# Synths used by Olafur Arnalds in his song Partial



## harmaes (Feb 28, 2019)

I’m interested to find out which synths Olafur Arnalds is using in his song Partial? Especially for the rhythmic part. 

It also helps to have some info on how to build this type of sounds and which soft synths you would use for that? 

I suspect he’s created a patch on his Juno 60 and uses the arpeggiator to play the rhythmn part? At least I hear a comparable sounds to his other Juno sounds.

Thanks!


----------



## jmvideo (Feb 28, 2019)

It's tough to say... he uses the Juno-60 mostly for pads.

The sequenced riff could be Korg MS-20, Korg PS-3100, or Bass Station II.

But could be the 60 too. Frahm uses 60's for these types of riffs a lot.


----------



## Dr.Quest (Feb 28, 2019)

I thought a link might help. Beautiful piece.


----------



## harmaes (Mar 1, 2019)

Dr.Quest said:


> I thought a link might help. Beautiful piece.




Thanks! I saw Olafur live Monday and the whole show is great and they play amazing together.


----------



## harmaes (Mar 1, 2019)

jmvideo said:


> It's tough to say... he uses the Juno-60 mostly for pads.
> 
> The sequenced riff could be Korg MS-20, Korg PS-3100, or Bass Station II.
> 
> But could be the 60 too. Frahm uses 60's for these types of riffs a lot.

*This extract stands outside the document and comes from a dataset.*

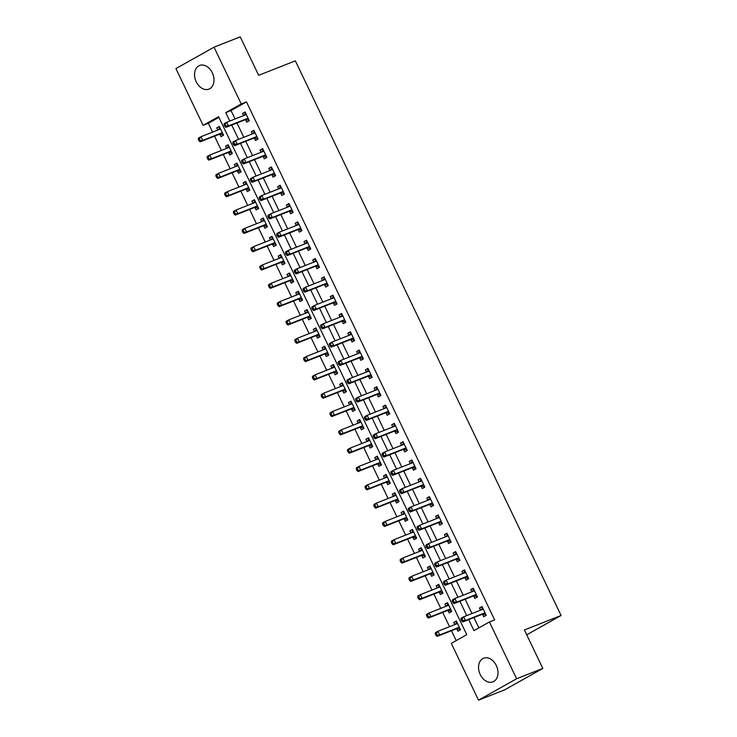<?xml version="1.0" encoding="UTF-8"?>
<svg xmlns="http://www.w3.org/2000/svg" width="737" height="737" viewBox="0 0 737 737"><rect width="100%" height="100%" fill="white"/><g stroke="black" fill="none" stroke-linecap="round" stroke-linejoin="round"><path stroke-width="1.11" d="M212.311 72.779A12.704 9.176 68.5 0 1 208.93 89.113A12.704 9.176 68.5 0 1 196.235 81.807A12.704 9.176 68.5 0 1 199.616 65.473A12.704 9.176 68.5 0 1 212.311 72.779M496.296 665.52A12.704 9.176 68.5 0 1 492.924 681.854A12.704 9.176 68.5 0 1 480.229 674.539A12.704 9.176 68.5 0 1 483.61 658.215A12.704 9.176 68.5 0 1 496.296 665.52M214.025 47.177L240.234 36.85L258.659 75.312L295.344 60.858L561.087 615.496L524.394 629.951L542.828 668.422L504.716 689.823L478.516 700.15L451.311 643.364L466.761 634.686L218.576 116.686L203.117 125.364L175.913 68.578L214.025 47.177L241.229 103.954L225.78 112.632L229.806 121.034M218.907 117.376L208.359 123.3L212.597 132.135M214.522 136.161L221.376 150.449M223.302 154.484L230.147 168.773M232.081 172.799L238.926 187.087M240.852 191.113L247.696 205.402M249.631 209.428L256.476 223.726M258.401 227.751L265.256 242.04M267.181 246.066L274.026 260.354M275.96 264.38L282.805 278.669M284.731 282.695L291.585 296.993M293.51 301.018L300.355 315.307M302.29 319.333L309.135 333.621M311.06 337.647L317.905 351.936M319.84 355.971L326.684 370.26M328.61 374.285L335.464 388.574M337.389 392.6L344.234 406.888M346.169 410.914L353.014 425.212M354.939 429.238L361.784 443.527M363.719 447.552L370.564 461.841M372.498 465.867L379.343 480.156M381.269 484.181L388.113 498.479M390.048 502.505L396.893 516.794M398.818 520.819L405.672 535.108M407.598 539.134L414.443 553.423M416.377 557.458L423.222 571.746M425.148 575.772L431.993 590.061M433.927 594.086L440.772 608.375M442.697 612.401L449.552 626.699M451.477 630.725L456.212 640.61M208.359 123.3L203.117 125.364M456.783 628.845L457.926 631.231L460.505 629.785L456.295 620.987L453.716 622.433L454.775 624.635M448.013 610.531L449.155 612.908L451.726 611.461L447.516 602.673L444.945 604.119L445.996 606.321M439.234 592.207L440.376 594.593L442.955 593.147L438.736 584.358L436.166 585.804L437.216 588.006M430.463 573.893L431.606 576.279L434.176 574.832L429.966 566.034L427.386 567.481L428.446 569.683M421.684 555.578L422.826 557.964L425.396 556.518L421.186 547.72L418.616 549.166L419.666 551.368M412.904 537.255L414.047 539.641L416.626 538.194L412.416 529.406L409.836 530.852L410.896 533.054M404.134 518.94L405.276 521.326L407.847 519.88L403.636 511.091L401.057 512.537L402.116 514.739M395.354 500.626L396.497 503.012L399.076 501.565L394.857 492.767L392.287 494.214L393.337 496.416M386.584 482.311L387.717 484.688L390.297 483.242L386.087 474.453L383.507 475.899L384.567 478.101M377.805 463.988L378.947 466.374L381.517 464.927L377.307 456.139L374.737 457.585L375.787 459.787M369.025 445.673L370.167 448.059L372.747 446.613L368.537 437.815L365.957 439.27L367.008 441.463M360.255 427.359L361.397 429.745L363.967 428.298L359.757 419.5L357.178 420.947L358.237 423.149M351.475 409.044L352.618 411.421L355.197 409.975L350.978 401.186L348.408 402.632L349.458 404.834M342.696 390.721L343.838 393.107L346.418 391.66L342.208 382.872L339.628 384.318L340.687 386.52M333.925 372.406L335.068 374.792L337.638 373.346L333.428 364.548L330.858 365.994L331.908 368.196M325.146 354.092L326.288 356.478L328.868 355.031L324.648 346.233L322.078 347.68L323.128 349.882M316.376 335.768L317.518 338.154L320.088 336.708L315.878 327.919L313.299 329.365L314.358 331.567M307.596 317.454L308.739 319.84L311.309 318.393L307.099 309.604L304.528 311.051L305.579 313.253M298.817 299.139L299.959 301.525L302.538 300.079L298.328 291.281L295.749 292.727L296.808 294.929M290.046 280.825L291.189 283.201L293.759 281.755L289.549 272.966L286.969 274.413L288.029 276.615M281.267 262.501L282.409 264.887L284.989 263.441L280.769 254.652L278.199 256.098L279.249 258.3M272.487 244.187L273.63 246.573L276.209 245.126L271.999 236.328L269.42 237.775L270.479 239.976M263.717 225.872L264.859 228.258L267.43 226.812L263.22 218.014L260.649 219.46L261.699 221.662M254.938 207.558L256.08 209.934L258.659 208.488L254.44 199.699L251.87 201.146L252.92 203.348M246.167 189.234L247.31 191.62L249.88 190.174L245.67 181.385L243.09 182.831L244.15 185.033M237.388 170.92L238.53 173.306L241.1 171.859L236.89 163.061L234.32 164.508L235.37 166.709M228.608 152.605L229.751 154.991L232.33 153.536L228.12 144.747L225.54 146.193L226.6 148.395M219.838 134.281L220.98 136.667L223.551 135.221L219.34 126.432L216.761 127.879L217.82 130.081M468.686 619.624L473.965 630.642L489.414 621.964L494.656 619.9L246.471 101.89L231.022 110.568L235.048 118.97M236.973 122.996L243.827 137.285M245.753 141.32L252.598 155.608M254.532 159.634L261.377 173.923M263.302 177.949L270.157 192.237M272.082 196.263L278.927 210.561M280.861 214.587L287.706 228.875M289.632 232.901L296.477 247.19M298.411 251.216L305.256 265.504M307.182 269.53L314.036 283.828M315.961 287.854L322.806 302.142M324.741 306.168L331.586 320.457M333.511 324.483L340.356 338.771M342.29 342.806L349.135 357.095M351.07 361.121L357.915 375.409M359.84 379.435L366.685 393.724M368.62 397.75L375.465 412.047M377.39 416.073L384.244 430.362M386.17 434.388L393.014 448.676M394.949 452.702L401.794 466.991M403.719 471.017L410.564 485.314M412.499 489.34L419.344 503.629M421.269 507.655L428.123 521.943M430.049 525.969L436.894 540.258M438.828 544.293L445.673 558.582M447.599 562.607L454.453 576.896M456.378 580.922L463.223 595.21M465.158 599.236L472.002 613.534M473.928 617.56L478.875 627.878M482.542 614.382L483.684 616.768L486.254 615.321L482.044 606.523L479.465 607.97L480.524 610.172M473.762 596.067L474.904 598.444L477.484 596.998L473.265 588.209L470.694 589.655L471.744 591.857M464.983 577.744L466.125 580.13L468.704 578.683L464.494 569.894L461.915 571.341L462.974 573.543M456.212 559.429L457.355 561.815L459.925 560.369L455.715 551.571L453.144 553.017L454.195 555.219M447.433 541.115L448.575 543.491L451.155 542.045L446.935 533.256L444.365 534.703L445.415 536.904M438.662 522.791L439.805 525.177L442.375 523.731L438.165 514.942L435.585 516.388L436.645 518.59M429.883 504.477L431.025 506.863L433.596 505.416L429.385 496.627L426.815 498.074L427.865 500.266M421.103 486.162L422.246 488.548L424.825 487.102L420.615 478.304L418.036 479.75L419.095 481.952M412.333 467.848L413.475 470.224L416.046 468.778L411.836 459.989L409.256 461.436L410.316 463.637M403.554 449.524L404.696 451.91L407.275 450.464L403.056 441.675L400.486 443.121L401.536 445.323M394.774 431.209L395.916 433.596L398.496 432.149L394.286 423.351L391.706 424.798L392.766 426.999M386.004 412.895L387.146 415.281L389.716 413.835L385.506 405.037L382.936 406.483L383.986 408.685M377.224 394.581L378.367 396.957L380.946 395.511L376.727 386.722L374.156 388.169L375.207 390.37M368.454 376.257L369.596 378.643L372.167 377.197L367.956 368.408L365.377 369.854L366.436 372.056M359.674 357.942L360.817 360.329L363.387 358.882L359.177 350.084L356.607 351.531L357.657 353.732M350.895 339.628L352.037 342.005L354.617 340.558L350.407 331.77L347.827 333.216L348.887 335.418M342.125 321.304L343.267 323.69L345.837 322.244L341.627 313.455L339.048 314.902L340.107 317.103M333.345 302.99L334.487 305.376L337.067 303.93L332.848 295.141L330.277 296.587L331.328 298.78M324.566 284.675L325.708 287.062L328.287 285.615L324.077 276.817L321.498 278.264L322.557 280.465M315.795 266.361L316.938 268.738L319.508 267.291L315.298 258.503L312.728 259.949L313.778 262.151M307.016 248.037L308.158 250.423L310.738 248.977L306.518 240.188L303.948 241.635L304.998 243.836M298.245 229.723L299.388 232.109L301.958 230.663L297.748 221.865L295.168 223.311L296.228 225.513M289.466 211.408L290.608 213.794L293.188 212.348L288.968 203.55L286.398 204.997L287.448 207.198M280.686 193.094L281.829 195.471L284.408 194.024L280.198 185.236L277.619 186.682L278.678 188.884M271.916 174.77L273.058 177.156L275.629 175.71L271.419 166.921L268.839 168.368L269.899 170.569M263.137 156.456L264.279 158.842L266.858 157.396L262.639 148.598L260.069 150.044L261.119 152.246M254.366 138.141L255.509 140.518L258.079 139.072L253.869 130.283L251.289 131.73L252.349 133.931M245.587 119.818L246.729 122.204L249.299 120.757L245.089 111.969L242.519 113.415L243.569 115.617M526.725 634.806L561.087 615.496M542.828 668.422L516.628 678.74L478.516 700.15M246.471 101.89L241.229 103.954M489.414 621.964L516.628 678.74M231.74 125.06L238.585 139.357M240.511 143.383L247.356 157.672M249.29 161.698L256.135 175.986M258.061 180.012L264.915 194.301M266.84 198.336L273.685 212.625M275.62 216.65L282.464 230.939M284.39 234.965L291.235 249.253M293.169 253.279L300.014 267.577M301.949 271.603L308.794 285.892M310.719 289.917L317.564 304.206M319.499 308.232L326.344 322.52M328.269 326.546L335.123 340.844M337.049 344.87L343.893 359.159M345.828 363.184L352.673 377.473M354.598 381.499L361.443 395.787M363.378 399.822L370.223 414.111M372.148 418.137L379.002 432.426M380.928 436.451L387.773 450.74M389.707 454.766L396.552 469.064M398.477 473.09L405.332 487.378M407.257 491.404L414.102 505.693M416.037 509.718L422.881 524.007M424.807 528.033L431.652 542.331M433.586 546.357L440.431 560.645M442.357 564.671L449.211 578.96M451.136 582.985L457.981 597.274M459.916 601.309L466.761 615.598M231.022 110.568L225.78 112.632M482.219 606.892L479.465 607.97M456.47 621.355L453.716 622.433M219.515 126.792L216.761 127.879M228.286 145.115L225.54 146.193M237.065 163.43L234.32 164.508M245.845 181.744L243.09 182.831M254.615 200.059L251.87 201.146M263.395 218.382L260.649 219.46M272.174 236.697L269.42 237.775M280.944 255.011L278.199 256.098M289.724 273.326L286.969 274.413M298.494 291.649L295.749 292.727M307.274 309.964L304.528 311.051M316.053 328.278L313.299 329.365M324.824 346.602L322.078 347.68M333.603 364.916L330.858 365.994M342.383 383.231L339.628 384.318M351.153 401.545L348.408 402.632M359.932 419.869L357.178 420.947M368.703 438.183L365.957 439.27M377.482 456.498L374.737 457.585M386.262 474.812L383.507 475.899M395.032 493.136L392.287 494.214M403.812 511.45L401.057 512.537M412.591 529.765L409.836 530.852M421.361 548.088L418.616 549.166M430.141 566.403L427.386 567.481M438.911 584.717L436.166 585.804M447.691 603.032L444.945 604.119M473.44 588.568L470.694 589.655M464.669 570.254L461.915 571.341M455.89 551.939L453.144 553.017M447.11 533.625L444.365 534.703M438.34 515.301L435.585 516.388M429.56 496.987L426.815 498.074M420.781 478.672L418.036 479.75M412.011 460.349L409.256 461.436M403.231 442.034L400.486 443.121M394.461 423.72L391.706 424.798M385.681 405.405L382.936 406.483M376.902 387.082L374.156 388.169M368.132 368.767L365.377 369.854M359.352 350.453L356.607 351.531M350.572 332.138L347.827 333.216M341.802 313.815L339.048 314.902M333.023 295.5L330.277 296.587M324.252 277.186L321.498 278.264M315.473 258.862L312.728 259.949M306.693 240.548L303.948 241.635M297.923 222.233L295.168 223.311M289.144 203.919L286.398 204.997M280.373 185.595L277.619 186.682M271.594 167.281L268.839 168.368M262.814 148.966L260.069 150.044M254.044 130.652L251.289 131.73M245.264 112.328L242.519 113.415M461.03 619.458L461.731 620.923L462.762 620.351L462.062 618.877L461.03 619.458L461.095 618.26L463.674 616.814L482.744 609.296A1.631 1.124 60.7 0 0 482.846 609.25A1.631 1.124 60.7 0 0 483.085 609.038L483.186 608.909M462.062 618.877L463.674 616.814L465.425 620.471L462.854 621.917L481.924 614.409A1.631 1.124 60.7 0 1 482.367 614.354L486.033 614.842M485.112 612.935L484.946 612.908A1.631 1.124 60.7 0 0 484.504 612.963L465.425 620.471L462.762 620.351M480.846 610.043L482.615 607.721M461.731 620.923L462.854 621.917M457.437 623.373L457.336 623.502A1.631 1.124 -119.3 0 1 457.097 623.714A1.631 1.124 -119.3 0 1 456.995 623.76L437.916 631.277L439.676 634.935L437.096 636.39L456.175 628.873A1.631 1.124 -119.3 0 1 456.618 628.818L460.275 629.306M456.866 622.194L455.098 624.506M437.013 634.815L436.313 633.35L435.281 633.921L435.982 635.386L439.676 634.935L458.755 627.427A1.631 1.124 -119.3 0 1 459.197 627.371L459.363 627.399M435.281 633.921L435.346 632.724L437.916 631.277L436.313 633.35M437.096 636.39L435.982 635.386M452.26 601.143L452.96 602.608L453.992 602.028L453.283 600.563L452.26 601.143L452.315 599.946L454.895 598.499L473.974 590.982A1.631 1.124 60.7 0 0 474.066 590.936A1.631 1.124 60.7 0 0 474.315 590.715L474.407 590.595M453.283 600.563L454.895 598.499L456.654 602.157L454.075 603.603L473.154 596.086A1.631 1.124 60.7 0 1 473.596 596.04L477.254 596.528M476.342 594.621L476.166 594.593A1.631 1.124 60.7 0 0 475.724 594.639L456.654 602.157L453.992 602.028M472.067 591.728L473.845 589.407M452.96 602.608L454.075 603.603M443.481 582.829L444.181 584.294L445.212 583.713L444.512 582.248L443.481 582.829L443.545 581.622L446.115 580.176L465.194 572.658A1.631 1.124 60.7 0 0 465.296 572.612A1.631 1.124 60.7 0 0 465.535 572.4L465.637 572.271M444.512 582.248L446.115 580.176L447.875 583.842L445.295 585.289L464.374 577.771A1.631 1.124 60.7 0 1 464.817 577.725L468.474 578.213M467.562 576.297L467.396 576.279A1.631 1.124 60.7 0 0 466.954 576.325L447.875 583.842L445.212 583.713M463.297 573.414L465.065 571.092M444.181 584.294L445.295 585.289M434.701 564.505L435.41 565.979L436.433 565.399L435.733 563.934L434.701 564.505L434.766 563.308L437.345 561.861L456.424 554.344A1.631 1.124 60.7 0 0 456.516 554.298A1.631 1.124 60.7 0 0 456.756 554.086L456.857 553.957M435.733 563.934L437.345 561.861L439.095 565.528L436.525 566.974L455.604 559.457A1.631 1.124 60.7 0 1 456.046 559.411L459.704 559.89M458.783 557.983L458.617 557.964A1.631 1.124 60.7 0 0 458.174 558.01L439.095 565.528L436.433 565.399M454.517 555.09L456.286 552.778M435.41 565.979L436.525 566.974M448.658 605.059L448.566 605.178A1.631 1.124 -119.3 0 1 448.317 605.399A1.631 1.124 -119.3 0 1 448.225 605.446L429.146 612.963L430.896 616.62L428.326 618.067L447.405 610.549A1.631 1.124 -119.3 0 1 447.847 610.503L451.505 610.991M448.096 603.87L446.318 606.192M428.234 616.491L427.534 615.027L426.502 615.607L427.211 617.072L430.896 616.62L449.975 609.103A1.631 1.124 -119.3 0 1 450.418 609.057L450.583 609.084M426.502 615.607L426.566 614.409L429.146 612.963L427.534 615.027M428.326 618.067L427.211 617.072M439.878 586.735L439.786 586.864A1.631 1.124 -119.3 0 1 439.538 587.085A1.631 1.124 -119.3 0 1 439.445 587.122L420.366 594.639L422.126 598.306L419.546 599.752L438.626 592.235A1.631 1.124 -119.3 0 1 439.068 592.189L442.725 592.677M439.316 585.556L437.548 587.877M419.464 598.177L418.763 596.712L417.732 597.292L418.432 598.757L422.126 598.306L441.196 590.788A1.631 1.124 -119.3 0 1 441.638 590.742L441.813 590.761M417.732 597.292L417.796 596.086L420.366 594.639L418.763 596.712M419.546 599.752L418.432 598.757M431.108 568.42L431.007 568.549A1.631 1.124 -119.3 0 1 430.767 568.761A1.631 1.124 -119.3 0 1 430.666 568.807L411.596 576.325L413.346 579.991L410.776 581.438L429.846 573.92A1.631 1.124 -119.3 0 1 430.288 573.874L433.946 574.353M430.537 567.241L428.768 569.554M410.684 579.862L409.984 578.398L408.952 578.978L409.652 580.443L413.346 579.991L432.426 572.474A1.631 1.124 -119.3 0 1 432.868 572.428L433.034 572.446M408.952 578.978L409.017 577.771L411.596 576.325L409.984 578.398M410.776 581.438L409.652 580.443M425.931 546.191L426.631 547.655L427.663 547.075L426.963 545.61L425.931 546.191L425.995 544.993L428.565 543.547L447.645 536.029A1.631 1.124 60.7 0 0 447.737 535.983A1.631 1.124 60.7 0 0 447.985 535.771L448.078 535.642M426.963 545.61L428.565 543.547L430.325 547.204L427.746 548.65L446.825 541.142A1.631 1.124 60.7 0 1 447.267 541.087L450.924 541.575M450.012 539.668L449.837 539.641A1.631 1.124 60.7 0 0 449.395 539.696L430.325 547.204L427.663 547.075M445.747 536.776L447.516 534.454M426.631 547.655L427.746 548.65M422.329 550.106L422.237 550.235A1.631 1.124 -119.3 0 1 421.988 550.447A1.631 1.124 -119.3 0 1 421.896 550.493L402.817 558.01L404.567 561.668L401.997 563.114L421.076 555.606A1.631 1.124 -119.3 0 1 421.518 555.551L425.175 556.039M421.767 548.918L419.989 551.239M401.914 561.539L401.204 560.074L400.182 560.654L400.882 562.119L404.567 561.668L423.646 554.16A1.631 1.124 -119.3 0 1 424.088 554.104L424.263 554.132M400.182 560.654L400.237 559.457L402.817 558.01L401.204 560.074M401.997 563.114L400.882 562.119M417.151 527.876L417.851 529.341L418.883 528.761L418.183 527.296L417.151 527.876L417.216 526.669L419.795 525.223L438.865 517.715A1.631 1.124 60.7 0 0 438.966 517.669A1.631 1.124 60.7 0 0 439.206 517.448L439.307 517.328M418.183 527.296L419.795 525.223L421.546 528.89L418.975 530.336L438.045 522.819A1.631 1.124 60.7 0 1 438.487 522.773L442.145 523.261M441.233 521.345L441.067 521.326A1.631 1.124 60.7 0 0 440.625 521.372L421.546 528.89L418.883 528.761M436.967 518.461L438.736 516.14M417.851 529.341L418.975 530.336M408.372 509.562L409.081 511.027L410.104 510.446L409.404 508.981L408.372 509.562L408.436 508.355L411.016 506.909L430.095 499.391A1.631 1.124 60.7 0 0 430.187 499.345A1.631 1.124 60.7 0 0 430.436 499.133L430.528 499.004M409.404 508.981L411.016 506.909L412.766 510.575L410.196 512.022L429.275 504.504A1.631 1.124 60.7 0 1 429.717 504.458L433.374 504.937M432.453 503.03L432.287 503.012A1.631 1.124 60.7 0 0 431.845 503.058L412.766 510.575L410.104 510.446M428.188 500.147L429.966 497.825M409.081 511.027L410.196 512.022M399.601 491.238L400.302 492.703L401.333 492.132L400.633 490.667L399.601 491.238L399.666 490.041L402.236 488.594L421.315 481.077A1.631 1.124 60.7 0 0 421.407 481.031A1.631 1.124 60.7 0 0 421.656 480.819L421.757 480.69M400.633 490.667L402.236 488.594L403.996 492.261L401.416 493.707L420.495 486.19A1.631 1.124 60.7 0 1 420.938 486.134L424.595 486.623M423.683 484.716L423.517 484.688A1.631 1.124 60.7 0 0 423.075 484.743L403.996 492.261L401.333 492.132M419.417 481.823L421.186 479.511M400.302 492.703L401.416 493.707M390.822 472.924L391.522 474.388L392.554 473.808L391.854 472.343L390.822 472.924L390.886 471.726L393.466 470.28L412.536 462.762A1.631 1.124 60.7 0 0 412.637 462.716A1.631 1.124 60.7 0 0 412.877 462.504L412.978 462.375M391.854 472.343L393.466 470.28L395.216 473.937L392.646 475.383L411.716 467.866A1.631 1.124 60.7 0 1 412.158 467.82L415.825 468.308M414.903 466.401L414.738 466.374A1.631 1.124 60.7 0 0 414.295 466.42L395.216 473.937L392.554 473.808M410.638 463.509L412.407 461.187M391.522 474.388L392.646 475.383M382.052 454.609L382.752 456.074L383.784 455.494L383.074 454.029L382.052 454.609L382.116 453.402L384.686 451.956L403.765 444.439A1.631 1.124 60.7 0 0 403.858 444.402A1.631 1.124 60.7 0 0 404.106 444.181L404.198 444.052M383.074 454.029L384.686 451.956L386.446 455.623L383.866 457.069L402.946 449.552A1.631 1.124 60.7 0 1 403.388 449.506L407.045 449.994M406.133 448.078L405.958 448.059A1.631 1.124 60.7 0 0 405.516 448.105L386.446 455.623L383.784 455.494M401.868 445.194L403.636 442.873M382.752 456.074L383.866 457.069M413.558 531.792L413.457 531.911A1.631 1.124 -119.3 0 1 413.208 532.132A1.631 1.124 -119.3 0 1 413.116 532.178L394.037 539.687L395.797 543.353L393.217 544.8L412.296 537.282A1.631 1.124 -119.3 0 1 412.738 537.236L416.396 537.724M412.987 530.603L411.218 532.925M393.134 543.224L392.434 541.759L391.402 542.34L392.102 543.805L395.797 543.353L414.876 535.836A1.631 1.124 -119.3 0 1 415.318 535.79L415.484 535.808M391.402 542.34L391.467 541.133L394.037 539.687L392.434 541.759M393.217 544.8L392.102 543.805M404.779 513.468L404.677 513.597A1.631 1.124 -119.3 0 1 404.438 513.809A1.631 1.124 -119.3 0 1 404.337 513.855L385.267 521.372L387.017 525.039L384.447 526.485L403.517 518.968A1.631 1.124 -119.3 0 1 403.959 518.922L407.625 519.41M404.208 512.289L402.439 514.61M384.355 524.91L383.655 523.445L382.623 524.025L383.332 525.49L387.017 525.039L406.096 517.521A1.631 1.124 -119.3 0 1 406.538 517.475L406.704 517.494M382.623 524.025L382.687 522.819L385.267 521.372L383.655 523.445M384.447 526.485L383.332 525.49M395.999 495.153L395.907 495.282A1.631 1.124 -119.3 0 1 395.658 495.494A1.631 1.124 -119.3 0 1 395.566 495.54L376.487 503.058L378.247 506.724L375.667 508.171L394.746 500.653A1.631 1.124 -119.3 0 1 395.189 500.607L398.846 501.086M395.437 493.974L393.669 496.287M375.584 506.595L374.875 505.131L373.852 505.702L374.553 507.167L378.247 506.724L397.317 499.207A1.631 1.124 -119.3 0 1 397.759 499.161L397.934 499.179M373.852 505.702L373.917 504.504L376.487 503.058L374.875 505.131M375.667 508.171L374.553 507.167M387.229 476.839L387.128 476.968A1.631 1.124 -119.3 0 1 386.888 477.18A1.631 1.124 -119.3 0 1 386.787 477.226L367.708 484.743L369.467 488.401L366.888 489.847L385.967 482.33A1.631 1.124 -119.3 0 1 386.409 482.284L390.066 482.772M386.658 475.651L384.889 477.972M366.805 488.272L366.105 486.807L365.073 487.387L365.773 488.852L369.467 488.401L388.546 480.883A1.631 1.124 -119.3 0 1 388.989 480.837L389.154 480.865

Live I noticed two larger synths so I thought he would’ve used his Juno synths? I noticed that the drummer/perc uses a bassstation for the sub bass only afaikt.
Does Frahm also use the arpeggiator from the Juno or other controllers? I noticed Olafur playing with only left hand and right hand on the piano so probably was sequenced? Couldn't see what he used but I've read before that he uses Ableton Live.


----------



## Vin (Mar 1, 2019)

Juno-60 through Space Echo almost certainly.


----------



## harmaes (Mar 1, 2019)

Vin said:


> Juno-60 through Space Echo almost certainly.



I have his OA Spitfire Composers Toolkit and the sound is similar to his Juno patches in there. It's only a faster responding sound. Not sure if he sequences / arpeggiates externally or with the Juno itself?


----------



## Greg (Mar 1, 2019)

Most of the character in that arp is likely a Space Echo slightly overdriving at points.


----------



## Josh Richman (Mar 1, 2019)

The song in question has been removed. Can a new audio clip be posted?


----------



## studiostuff (Mar 1, 2019)

Josh Richman said:


> The song in question has been removed. Can a new audio clip be posted?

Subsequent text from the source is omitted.